┌──

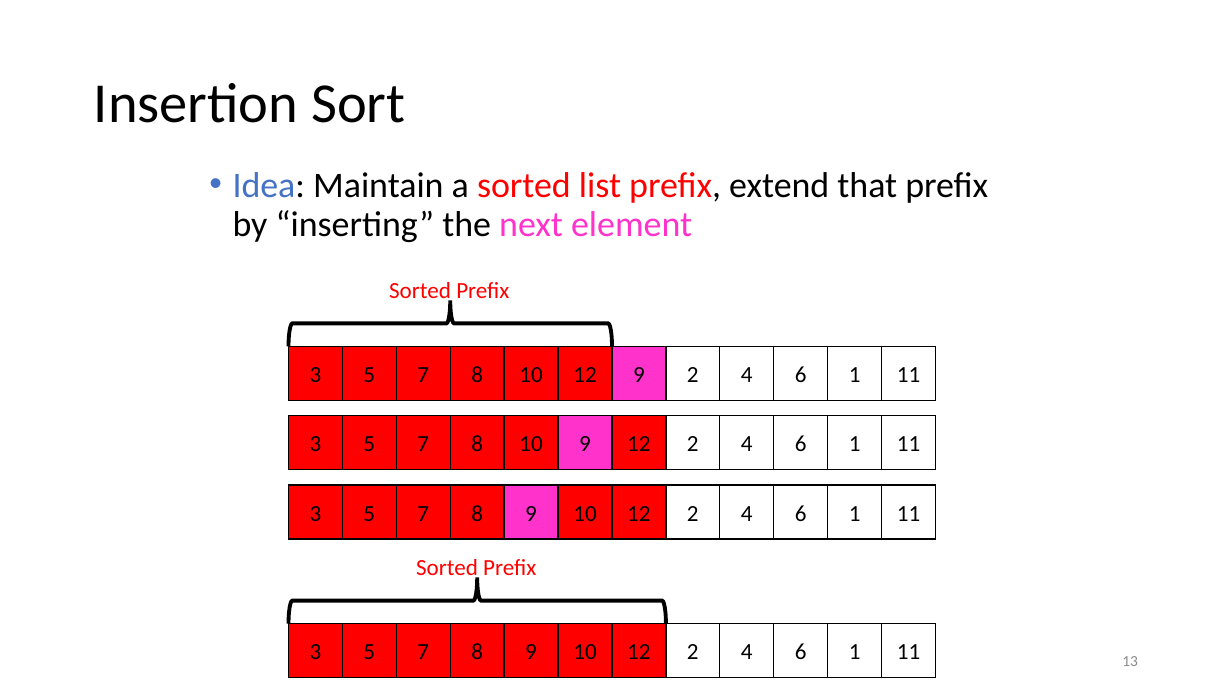
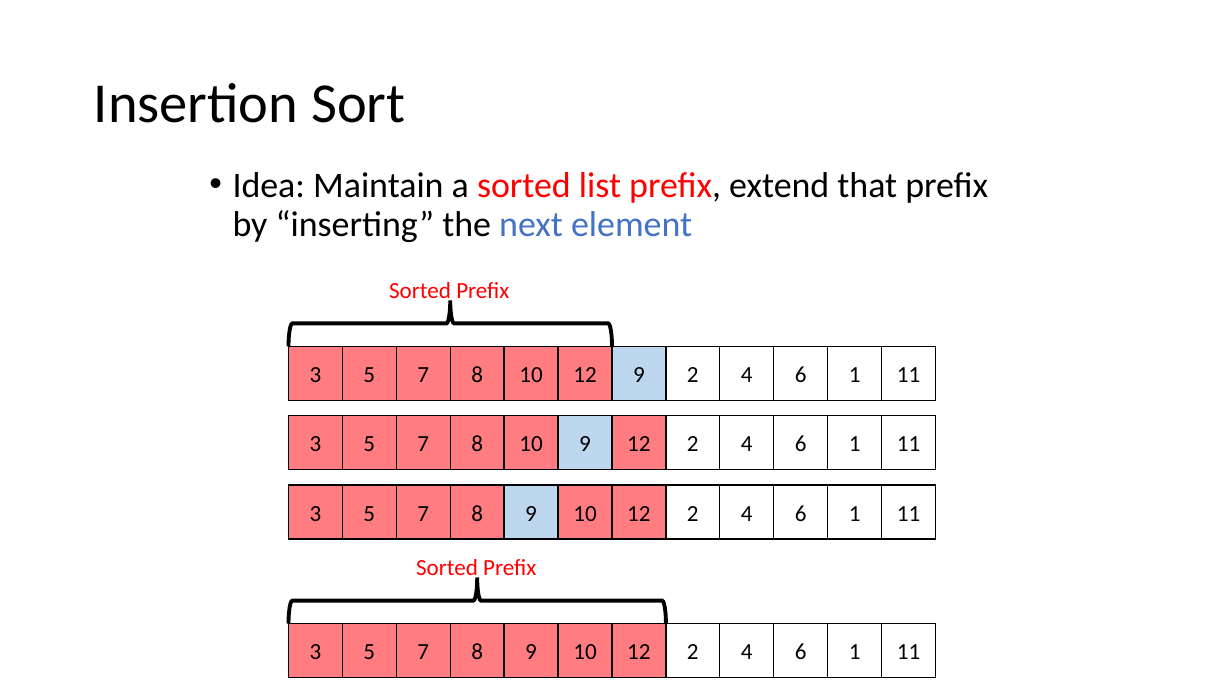
Before and after one commit to natebrunelle/cse332, a slide deck: slide 22 of demo_site/files/slides/lecture12_sorting1_inka.pptx (slide 13 before the commit). Drawn at 1232x693 pixels with LibreOffice and Linux fonts; fonts in the diff are those of the drawing. Boxes give left, top, right and bottom in pixels: in the first picture for what was removed or moved away, otherwise in the second. Text is boxed around its words. In the diff, an @@ line names an element or a change of style, - is before the commit and + after.

```diff
--- a/demo_site/files/slides/lecture12_sorting1_inka.pptx
+++ b/demo_site/files/slides/lecture12_sorting1_inka.pptx
@@ text "Idea: Maintain a sorted list ..." at (233,172,988,242): text colour #4472C4 to #000000 in "Idea:"; text colour #FF33CC to #4472C4 in "next element" @@
@@ fill #FF33CC to #BDD7EE in 3 elements at (612,347,665,400), (558,416,612,470), (505,485,558,539) @@
@@ fill #FF0000 to #FF7C80 in 25 elements at (288,347,342,400), (343,347,396,400), (396,347,450,400), (450,347,504,400), (505,347,558,400), (558,347,612,400), (288,416,342,470), (343,416,396,470), (396,416,450,470), (450,416,504,470), (505,416,558,470), (612,416,665,470), (288,485,342,539), (343,485,396,539), (396,485,450,539), (450,485,504,539), (558,485,612,539), (612,485,665,539), (288,624,342,677), (343,624,396,677), (396,624,450,677), (450,624,504,677), (505,624,558,677), (558,624,612,677), (612,624,665,677) @@
@@ page number removed at (1122,656,1138,666) @@
-13
```
Also in this commit, not shown: 29 other slides changed, 17 slides added, 26 slides removed, 6 other files.

└──

(Directions for this task)
Only the pictures may be dropped when you copy the data above; everything else stays exact.

(Response area)
Before and after one commit to natebrunelle/cse332, a slide deck: slide 22 of demo_site/files/slides/lecture12_sorting1_inka.pptx (slide 13 before the commit). Drawn at 1232x693 pixels with LibreOffice and Linux fonts; fonts in the diff are those of the drawing. Boxes give left, top, right and bottom in pixels: in the first picture for what was removed or moved away, otherwise in the second. Text is boxed around its words. In the diff, an @@ line names an element or a change of style, - is before the commit and + after.

```diff
--- a/demo_site/files/slides/lecture12_sorting1_inka.pptx
+++ b/demo_site/files/slides/lecture12_sorting1_inka.pptx
@@ text "Idea: Maintain a sorted list ..." at (233,172,988,242): text colour #4472C4 to #000000 in "Idea:"; text colour #FF33CC to #4472C4 in "next element" @@
@@ fill #FF33CC to #BDD7EE in 3 elements at (612,347,665,400), (558,416,612,470), (505,485,558,539) @@
@@ fill #FF0000 to #FF7C80 in 25 elements at (288,347,342,400), (343,347,396,400), (396,347,450,400), (450,347,504,400), (505,347,558,400), (558,347,612,400), (288,416,342,470), (343,416,396,470), (396,416,450,470), (450,416,504,470), (505,416,558,470), (612,416,665,470), (288,485,342,539), (343,485,396,539), (396,485,450,539), (450,485,504,539), (558,485,612,539), (612,485,665,539), (288,624,342,677), (343,624,396,677), (396,624,450,677), (450,624,504,677), (505,624,558,677), (558,624,612,677), (612,624,665,677) @@
@@ page number removed at (1122,656,1138,666) @@
-13
```
Also in this commit, not shown: 29 other slides changed, 17 slides added, 26 slides removed, 6 other files.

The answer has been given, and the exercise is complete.